Nach dem langen gestrigen Tag schlafe ich zehn Stunden bis acht. Das Zelt ist schon sonnenerwärmt. Das laute Blöken der Schafe vom nahen Deich habe ich in die Träume meines etwas komatösen Schlafes eingebaut.

Ich muss ein kurzes Stück zurück, wieder über die Brückenbaustelle, über die ich mich gestern Abend schon gemogelt hatte.. Zwei zögerlichen Rentner*innen zeige ich, wie wir rüberkommen. Ich nehme die kleine Fähre über die Stör nach Beidenfleth. Weiter geht es mit Rückenwind durch die frühlingsgrüne, schöne Landschaft. Den Nord-Ostsee-Kanal quere ich erneut per Fähre und lande in Burg. Ein kleiner Berg übt schon mal für die größeren, die spätestens in Island auf mich warten.

Hungrig erreiche ich Meldorf. Die Marsch ist manchmal etwas eintönig. Dafür ist in dem Ort der Bär los. Die Innenstadt ist voller Fress- und sonstiger Buden. Bei einem Italiener will ich was essen, doch ewig erscheint keine Bedienung. Also Pommes-Currywurst mit Cola vom Imbissstand. Schmeckt mir erstaunlich gut und gibt Power.

Ich komme an die Küste. Viel los hier. Verläuft sich aber auch. Büsum gibt einen Vorgeschmack auf St. Peter-Ording. Kann ich drauf verzichten, auf die Menschenmassen.

Immer am Deich lang, mal binnen-, mal butenseits, erreiche ich das Eidersperrwerk. Halb sechs. So langsam will ich gucken, wo ich bleibe heute Nacht. St. Peter schenk‘ ich mir. Die Campingplätze an der Route locken auch nicht.

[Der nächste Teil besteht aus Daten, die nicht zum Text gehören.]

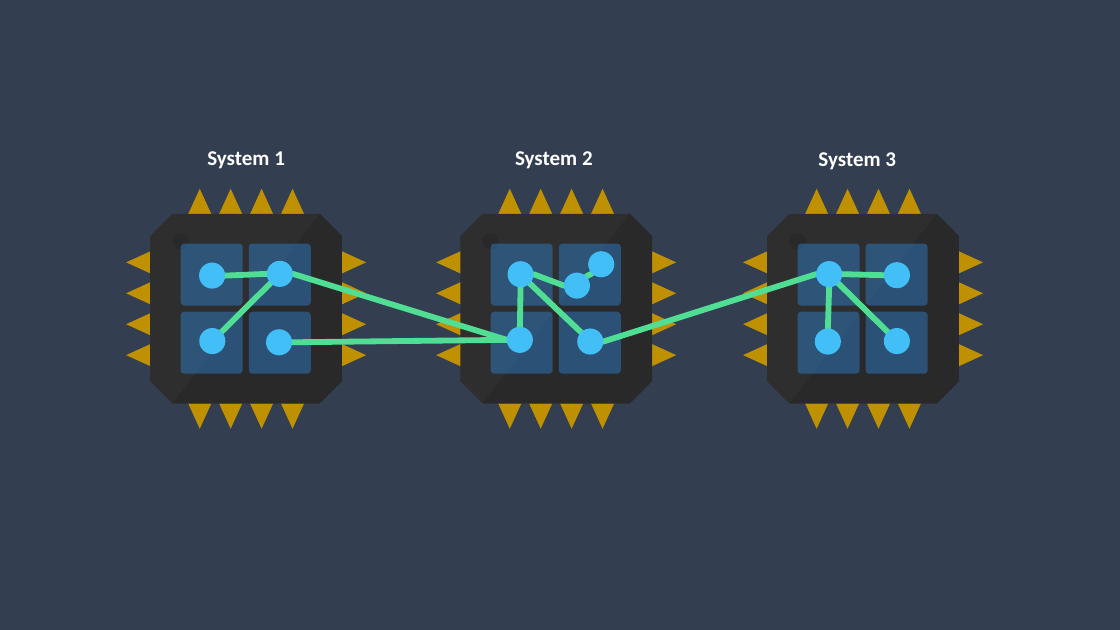
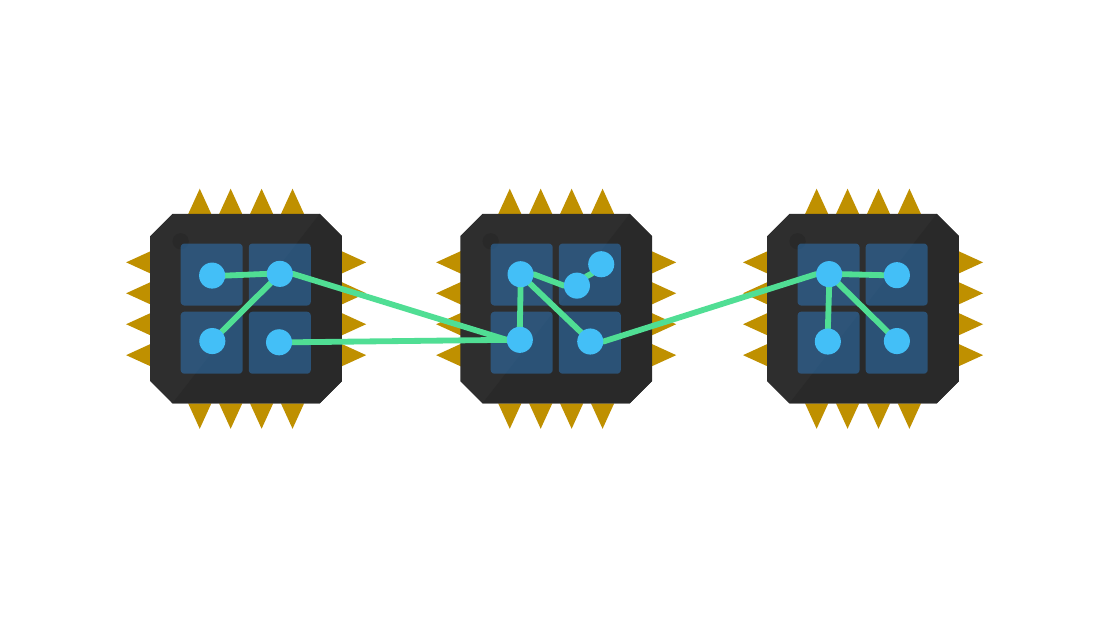
Before and after one commit to rogeralsing/Presentations, a slide deck: slide 22 of ProtoActor/TV4/protoactor.pptx. Drawn at 1120x630 pixels with LibreOffice and Linux fonts; fonts in the diff are those of the drawing. Boxes give left, top, right and bottom in pixels: in the first picture for what was removed or moved away, otherwise in the second. Text is boxed around its words. In the diff, an @@ line names an element or a change of style, - is before the commit and + after.

```diff
--- a/ProtoActor/TV4/protoactor.pptx
+++ b/ProtoActor/TV4/protoactor.pptx
@@ background #333F50 to #FFFFFF @@
@@ text removed at bbox=[207, 151, 285, 169] @@
-System 1
@@ text removed at bbox=[515, 151, 593, 169] @@
-System 2
@@ text removed at bbox=[818, 152, 896, 170] @@
-System 3
```
Also in this commit, not shown: 17 other slides changed.

Aber da liegt doch Tönning! Dort wohnt Dagmar, die Frau meines Cousins Peter, der leider vor zwei Jahren verstorben ist. Nach etwas hin und her rufe ich an und es passt ihr, dass ich komme. Ich werde herzlich empfangen. Ihr Sohn Ralf mit Familie lebt auch bei ihr im Haus und wir erleben einen schönen Abend.